Redaguoti

Bendrinti naudojant


Load to Delta Lake table

The Lakehouse in Microsoft Fabric provides a feature to efficiently load common file types to an optimized Delta table ready for analytics. The Load to Table feature allows users to load a single file or a folder of files to a table. This feature increases productivity for data engineers by allowing them to quickly use a right-click action to enable table loading on files and folders. Loading to the table is also a no-code experience, which lowers the entry bar for all personas.

Load to Table capabilities overview

Here's a list of features that we enabled in the integrated load to table experience to provide our users with flexibility while increasing their productivity:

  • Supported file types: This feature currently only supports loading PARQUET or CSV file types.
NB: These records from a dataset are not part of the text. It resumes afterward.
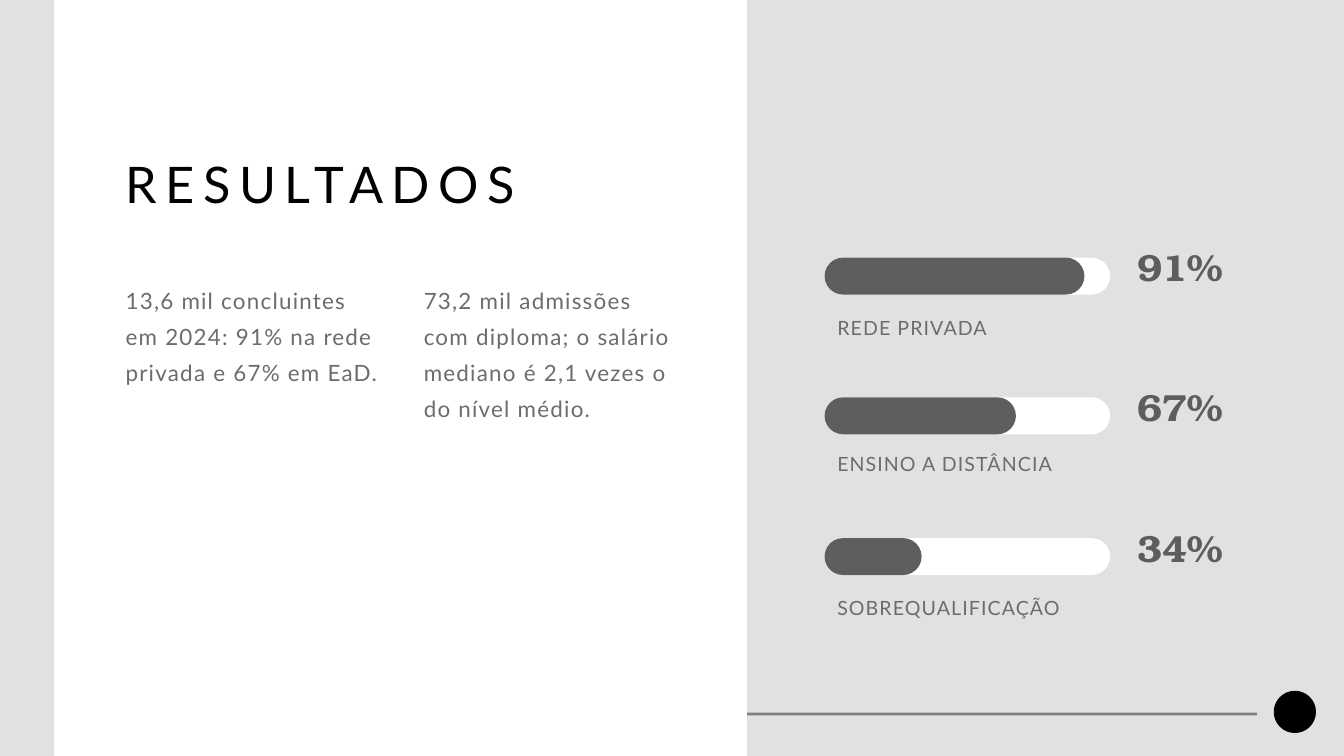
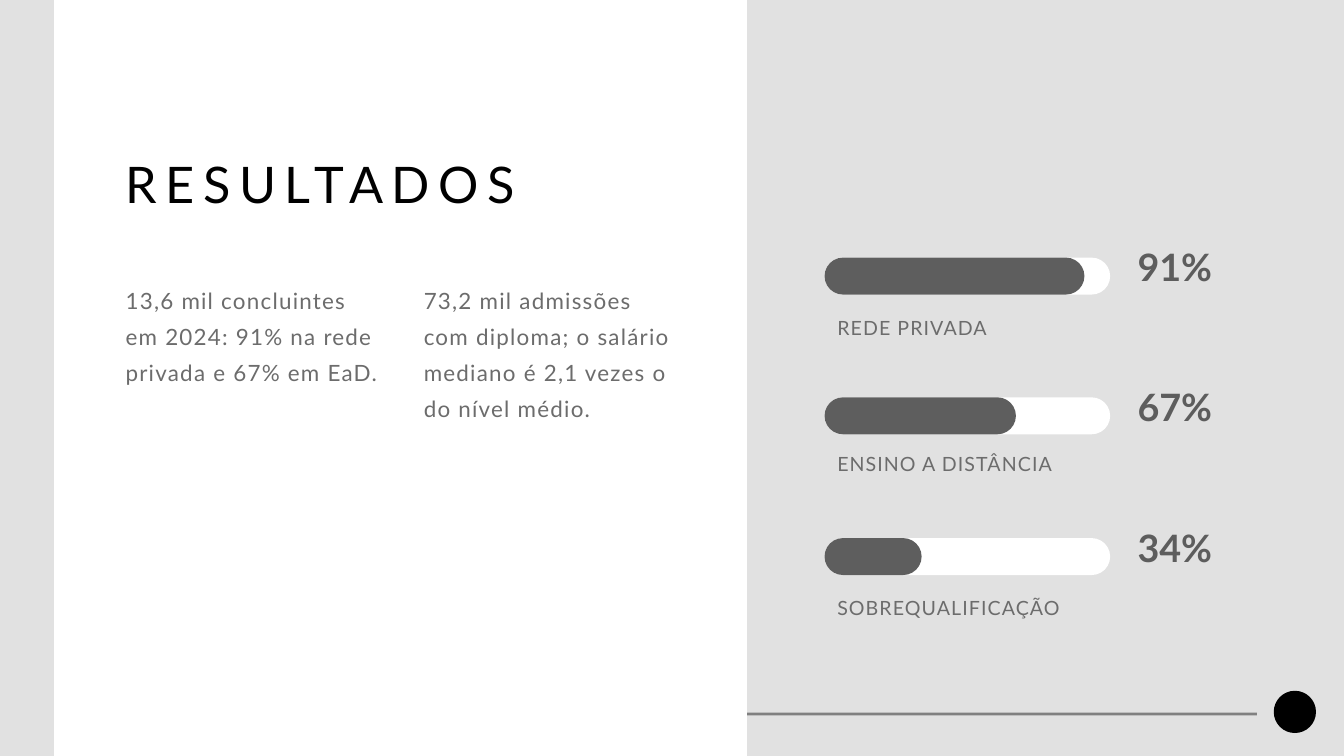
Before and after one commit to guilherme-ndo/projetointegrador-ii, a slide deck: slide 10 of docs/apresentacao_pi2.pptx. Drawn at 1344x756 pixels with LibreOffice and Linux fonts; fonts in the diff are those of the drawing; background and template pictures are left out. Boxes give left, top, right and bottom in pixels: in the first picture for what was removed or moved away, otherwise in the second. Text is boxed around its words. In the diff, an @@ line names an element or a change of style, - is before the commit and + after.

```diff
--- a/docs/apresentacao_pi2.pptx
+++ b/docs/apresentacao_pi2.pptx
@@ font TeX Gyre Bonum to Lato in 3 elements at box(1138, 253, 1213, 282), box(1138, 393, 1213, 422), box(1138, 534, 1213, 563) @@
```
Also in this commit, not shown: 6 other slides changed, 1 other file.
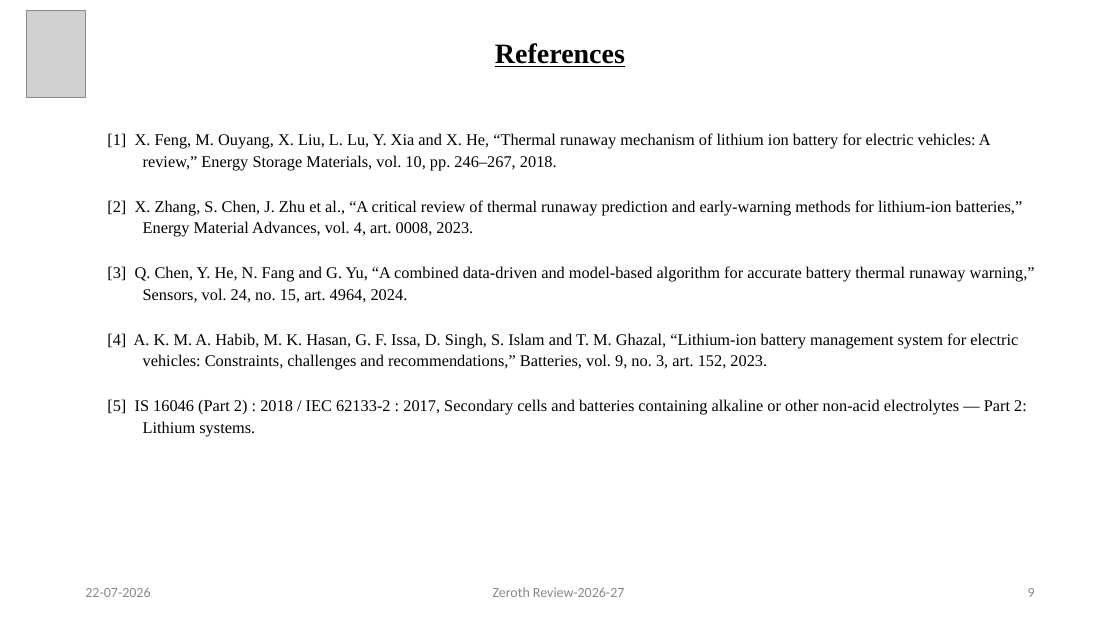
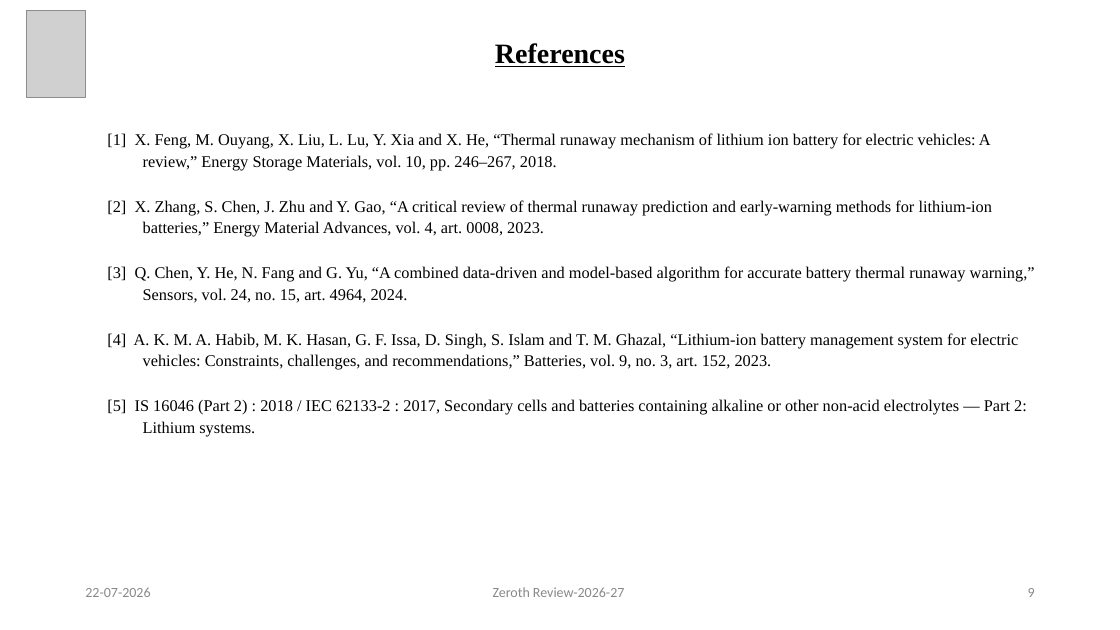
Before and after one commit to KiranPranay/moosi-bms, a slide deck: slide 9 of docs/reviews/zeroth-review/Predictive_BMS_Zeroth_Review.pptx. Drawn at 1120x630 pixels with LibreOffice and Linux fonts; fonts in the diff are those of the drawing; grey boxes stand for pictures. Boxes give left, top, right and bottom in pixels: in the first picture for what was removed or moved away, otherwise in the second. Text is boxed around its words. In the diff, an @@ line names an element or a change of style, - is before the commit and + after.

```diff
--- a/docs/reviews/zeroth-review/Predictive_BMS_Zeroth_Review.pptx
+++ b/docs/reviews/zeroth-review/Predictive_BMS_Zeroth_Review.pptx
@@ text at (107,200,993,237): text changed @@
-[2] X. Zhang, S. Chen, J. Zhu et al., “A critical review of thermal runaway prediction and early-warning methods for lithium-ion batteries,” Energy Material Advances, vol. 4, art. 0008, 2023.
+[2] X. Zhang, S. Chen, J. Zhu and Y. Gao, “A critical review of thermal runaway prediction and early-warning methods for lithium-ion batteries,” Energy Material Advances, vol. 4, art. 0008, 2023.
@@ text at (107,333,1018,370): text changed @@
-[4] A. K. M. A. Habib, M. K. Hasan, G. F. Issa, D. Singh, S. Islam and T. M. Ghazal, “Lithium-ion battery management system for electric vehicles: Constraints, challenges and recommendations,” Batteries, vol. 9, no. 3, art. 152, 2023.
+[4] A. K. M. A. Habib, M. K. Hasan, G. F. Issa, D. Singh, S. Islam and T. M. Ghazal, “Lithium-ion battery management system for electric vehicles: Constraints, challenges, and recommendations,” Batteries, vol. 9, no. 3, art. 152, 2023.
```
Also in this commit, not shown: 1 other slide changed, 21 other files.
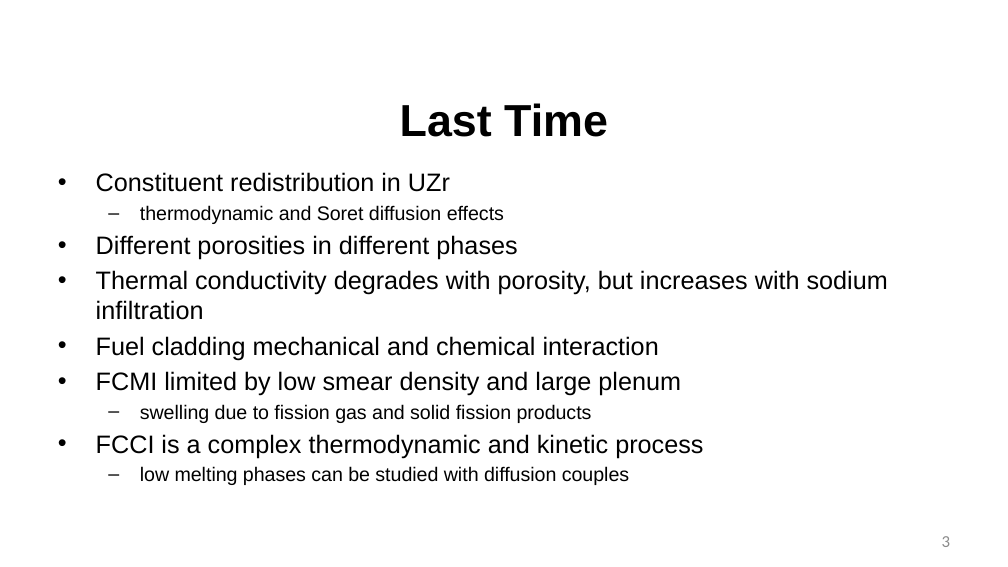
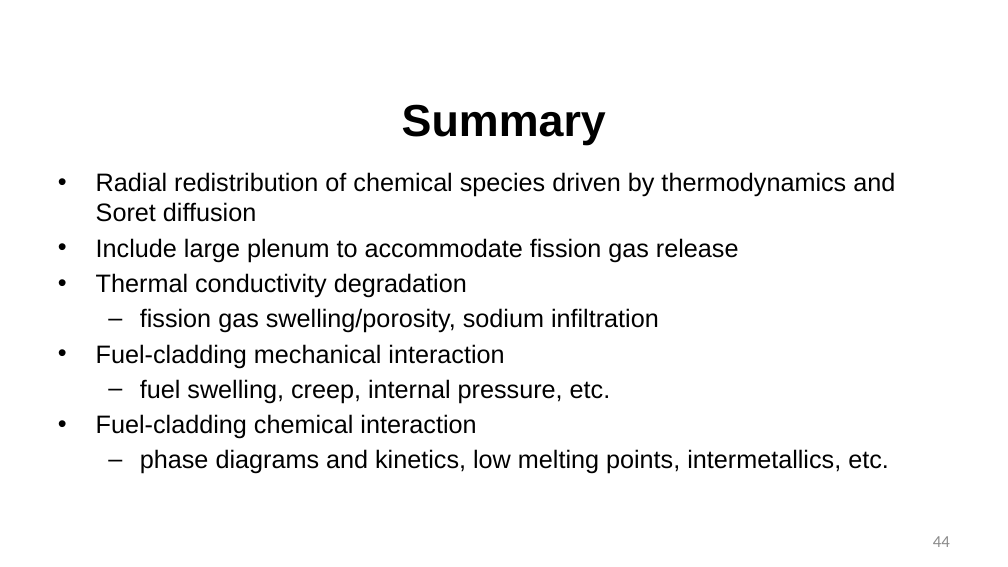
Before and after one commit to benbeeler/TEACHING, a slide deck: slide 44 of Advanced Reactor Materials/Fall2025/Lec9_SFRs.pptx (slide 3 before the commit). Drawn at 1008x567 pixels with LibreOffice and Linux fonts; fonts in the diff are those of the drawing; background and template pictures are left out. Boxes give left, top, right and bottom in pixels: in the first picture for what was removed or moved away, otherwise in the second. Text is boxed around its words. In the diff, an @@ line names an element or a change of style, - is before the commit and + after.

```diff
--- a/Advanced Reactor Materials/Fall2025/Lec9_SFRs.pptx
+++ b/Advanced Reactor Materials/Fall2025/Lec9_SFRs.pptx
@@ title at <box>402,104,606,145</box>: text changed @@
-Last Time
+Summary
@@ text at <box>96,172,895,474</box>: text changed @@
-• Constituent redistribution in UZr
-  – thermodynamic and Soret diffusion effects
-• Different porosities in different phases
-• Thermal conductivity degrades with porosity, but increases with sodium infiltration
-• Fuel cladding mechanical and chemical interaction
-• FCMI limited by low smear density and large plenum
-  – swelling due to fission gas and solid fission products
-• FCCI is a complex thermodynamic and kinetic process
-  – low melting phases can be studied with diffusion couples
+• Radial redistribution of chemical species driven by thermodynamics and Soret diffusion
+• Include large plenum to accommodate fission gas release
+• Thermal conductivity degradation
+  – fission gas swelling/porosity, sodium infiltration
+• Fuel-cladding mechanical interaction
+  – fuel swelling, creep, internal pressure, etc.
+• Fuel-cladding chemical interaction
+  – phase diagrams and kinetics, low melting points, intermetallics, etc.
@@ page number at <box>933,536,950,547</box>: text changed @@
-3
+44
```
Also in this commit, not shown: 3 other slides changed, 39 slides added, 30 slides removed, 27 other files.
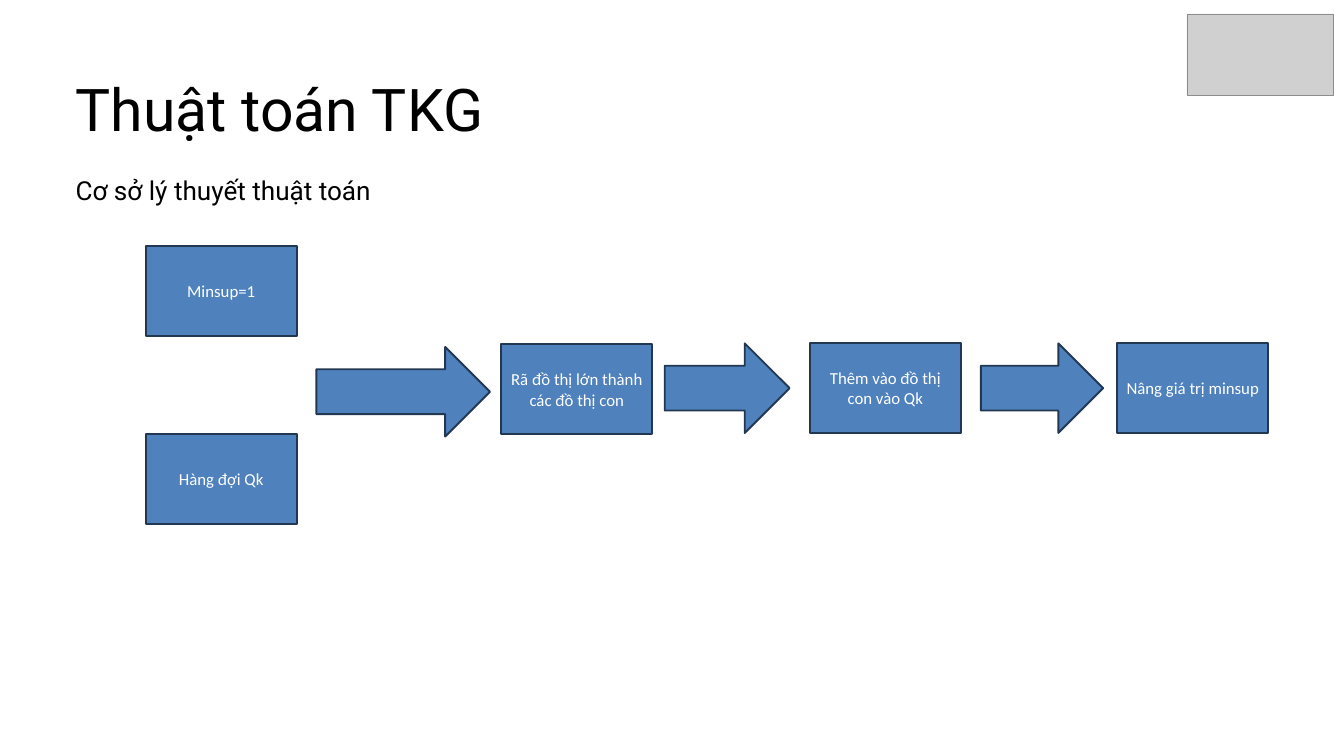
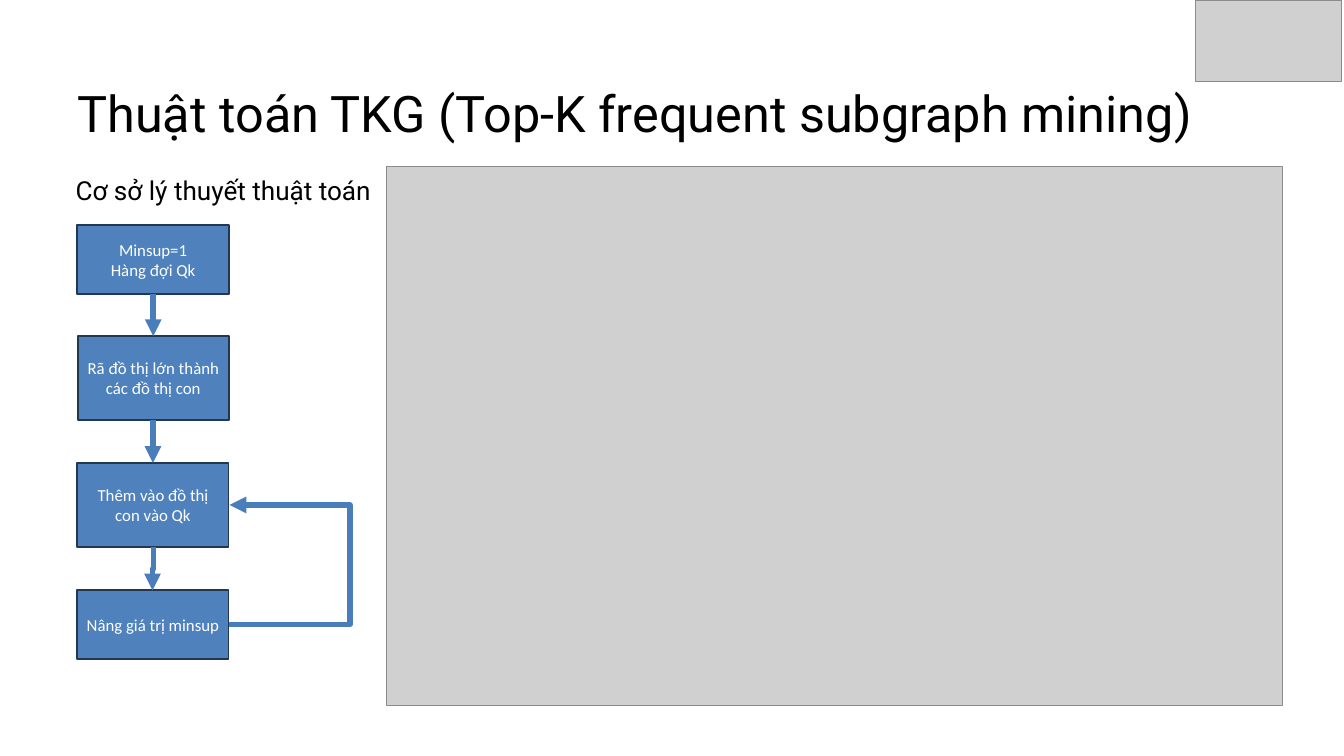
Before and after one commit to OhJiKang/Final-Project-Technology, a slide deck: slide 11 of Docs/PPT.pptx. Drawn at 1344x756 pixels with LibreOffice and Linux fonts; fonts in the diff are those of the drawing; grey boxes stand for pictures. Boxes give left, top, right and bottom in pixels: in the first picture for what was removed or moved away, otherwise in the second. Text is boxed around its words. In the diff, an @@ line names an element or a change of style, - is before the commit and + after.

```diff
--- a/Docs/PPT.pptx
+++ b/Docs/PPT.pptx
@@ picture: place and size @@
-picture at bbox=[1187, 14, 1333, 95]
+picture at bbox=[1195, 0, 1342, 81]
@@ text at bbox=[77, 92, 1191, 144]: text changed; size 63.1 to 54 pt @@
-Thuật toán TKG
+Thuật toán TKG (Top-K frequent subgraph mining)
@@ picture added at bbox=[386, 167, 1282, 705] @@
@@ rectangle "Minsup=1": place and size @@
-rectangle "Minsup=1" at bbox=[146, 246, 297, 335]
+rectangle "Minsup=1" at bbox=[77, 225, 228, 294]
@@ text in rectangle at bbox=[111, 264, 195, 279]: paragraph added @@
+Hàng đợi Qk
@@ elbow arrow added from (153, 294) to (153, 336), #4B7EBC 6 pt @@
@@ rectangle "Rã đồ thị lớn thành ...": place and size @@
-rectangle "Rã đồ thị lớn thành ..." at bbox=[501, 344, 653, 433]
+rectangle "Rã đồ thị lớn thành ..." at bbox=[78, 336, 229, 420]
@@ right arrow removed at bbox=[317, 347, 490, 436] @@
@@ right arrow removed at bbox=[665, 343, 790, 433] @@
@@ right arrow removed at bbox=[981, 343, 1103, 433] @@
@@ rectangle removed at bbox=[146, 434, 297, 523] @@
-Hàng đợi Qk
@@ elbow arrow added from (153, 420) to (153, 463), #4B7EBC 6 pt @@
@@ rectangle "Thêm vào đồ thị con ...": place and size @@
-rectangle "Thêm vào đồ thị con ..." at bbox=[810, 343, 961, 433]
+rectangle "Thêm vào đồ thị con ..." at bbox=[77, 463, 228, 547]
@@ elbow arrow added from (228, 624) to (230, 505), #4B7EBC 6 pt @@
@@ elbow arrow added from (153, 547) to (153, 591), #4B7EBC 6 pt @@
@@ rectangle "Nâng giá trị minsup": place and size @@
-rectangle "Nâng giá trị minsup" at bbox=[1117, 343, 1268, 433]
+rectangle "Nâng giá trị minsup" at bbox=[77, 590, 228, 659]
```
Also in this commit, not shown: 9 other slides changed, 2 other files.

File extension case doesn't matter.

  • Single-file load: Users can load a single file of their choice in one of the supported formats by selecting "Load to Delta Table" in the context menu action of the file.

  • Folder-level load: You can load all files under a folder and its subfolders at once by selecting "Load to Delta Table" after clicking on a folder. This feature automatically traverses all files and loads them to a Delta Table. It's important to note that only files of the same type can be loaded at the same time to a table.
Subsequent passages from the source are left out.